The U.S. Department of Justice has intervened in eight False Claims Act lawsuits against Health Management Associates Inc., including one focusing on two Lancaster County hospitals.
The government also has joined in the allegations in one of these lawsuits that Gary Newsome, HMA's former CEO, "directed HMA's corporate practice of pressuring emergency department physicians and hospital administrators to raise inpatient admission rates, regardless of medical necessity," a news release says.
HMA, based in Florida, currently operates 71 hospitals in 15 states, including three local facilities: Carlisle Regional Medical Center, Lancaster Regional Medical Center and Heart of Lancaster Regional Medical Center. Its shareholders recently voted in favor of being acquired by Tennessee-based Community Health Associates Inc., which currently owns, leases or operates 135 hospitals in 29 states, including one local facility, Memorial Hospital in York. The transaction is expected to be completed this month.

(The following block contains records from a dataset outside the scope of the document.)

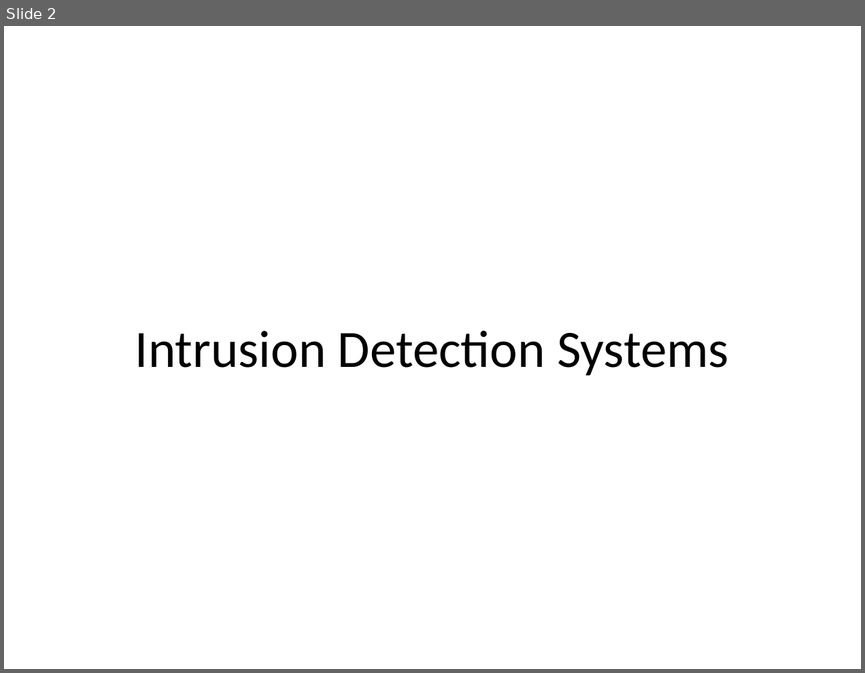
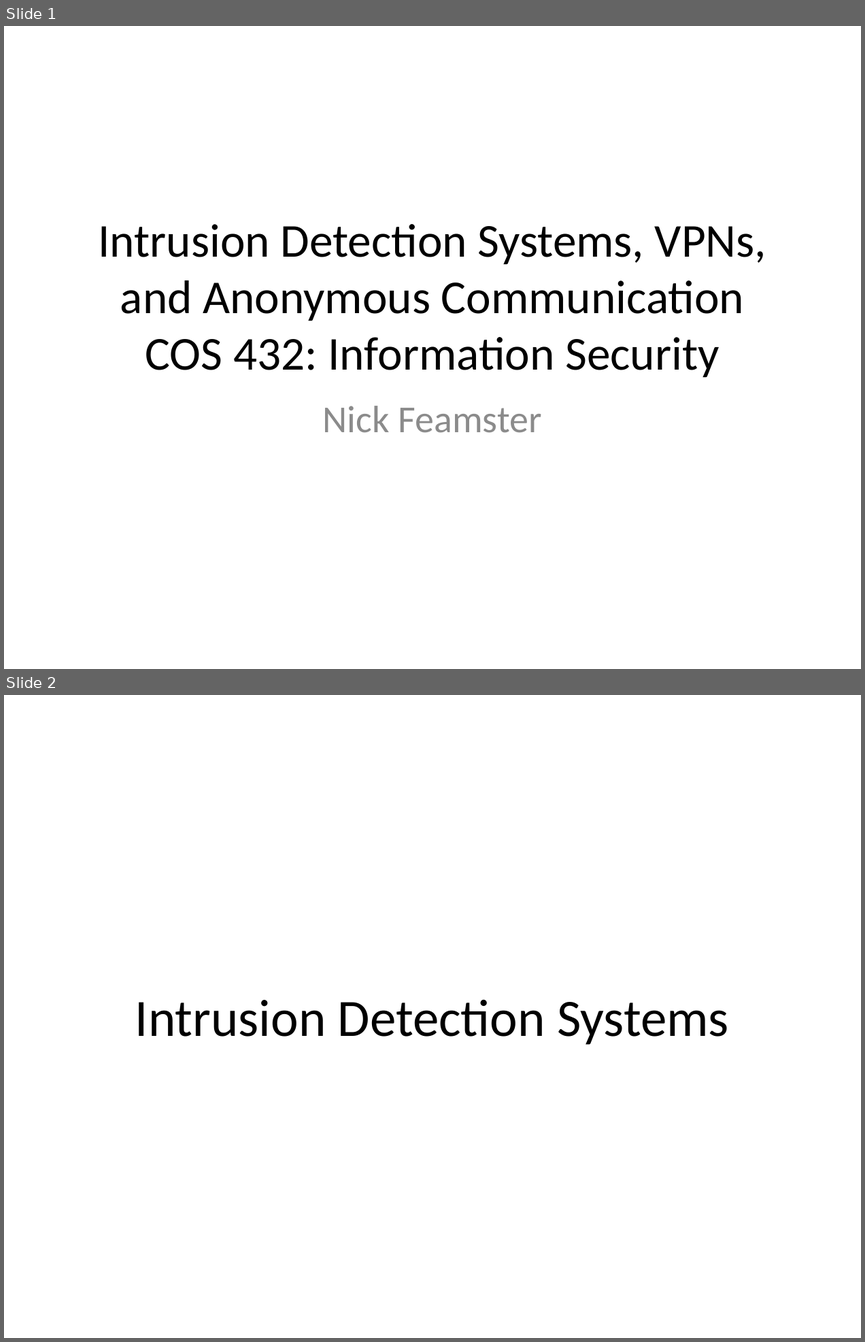
Before and after one commit to noise-lab/security-course, a slide deck: fall2016/lectures/18-IDS-VPN.pptx. Shown one above the other, each under a label of ours: slide 2 before the commit, slides 1 and 2 after it. The pictures are 865x673 and 865x1342 pixels, drawn with LibreOffice and Linux fonts; fonts in the diff are those of the drawing. Boxes give left, top, right and bottom in pixels: in the first picture for what was removed or moved away, otherwise in the second. Text is boxed around its words. In the diff, an @@ line names an element or a change of style, - is before the commit and + after.

```diff
--- a/fall2016/lectures/18-IDS-VPN.pptx
+++ b/fall2016/lectures/18-IDS-VPN.pptx
@@ slide 1 added at box(4, 26, 861, 669), background #FFFFFF @@
@@ title added at box(98, 224, 766, 378), 39.6 pt, text #000000 @@
+Intrusion Detection Systems, VPNs, and Anonymous Communication
+COS 432: Information Security
@@ subtitle added at box(323, 405, 541, 433), 32 pt, text #8C8C8C @@
+Nick Feamster
```
Also in this commit, not shown: 10 slides changed, 42 other slides added, 1 slide removed, 8 other files.

The lawsuits allege that HMA's corporate officers, at the direction of Newsome, exerted significant pressure on doctors in the emergency department to admit patients who could have been placed in observation, treated as outpatients or discharged, and that this resulted in the submission of inflated or false claims to federal health care programs. One lawsuit also alleges that patients were improperly admitted for scheduled surgical procedures that should have been done on an outpatient basis. The complaints further allege that HMA paid kickbacks, either in the form of bonuses or awarded contracts, to physician groups staffing HMA emergency rooms to induce the physicians to admit patients unnecessarily.
In addition, the lawsuits allege that HMA paid kickbacks to other physician groups to induce referrals. For example, HMA allegedly provided improper remuneration, both through the provision of free office space and staffing and through direct payments, to Primary Care Associates, a physician practice group in Port Charlotte, Fla., in exchange for referrals to two HMA hospitals in Florida. HMA is also accused of paying kickbacks to physicians in Lancaster, Pa., by paying inflated prices for physician-owned assets, providing sham medical directorship contracts and selling assets to physicians for below fair market value.
"The Department of Justice is committed to ensuring that health care providers who attempt to misuse federal health care programs for their own profit are held accountable," said Assistant Attorney General for the Justice Department's Civil Division Stuart F. Delery. "Schemes such as this one can contribute significantly to the rising cost of delivering health care and create needless patient risk."
The eight lawsuits are pending in the Southern and Middle Districts of Florida, Middle District of Georgia, Northern District of Illinois, Western District of North Carolina, Eastern District of Pennsylvania and District of South Carolina.
Since January 2009, the Justice Department has recovered a total of more than $17 billion through False Claims Act cases, with more than $12.2 billion of that amount recovered in cases involving fraud against federal health care programs.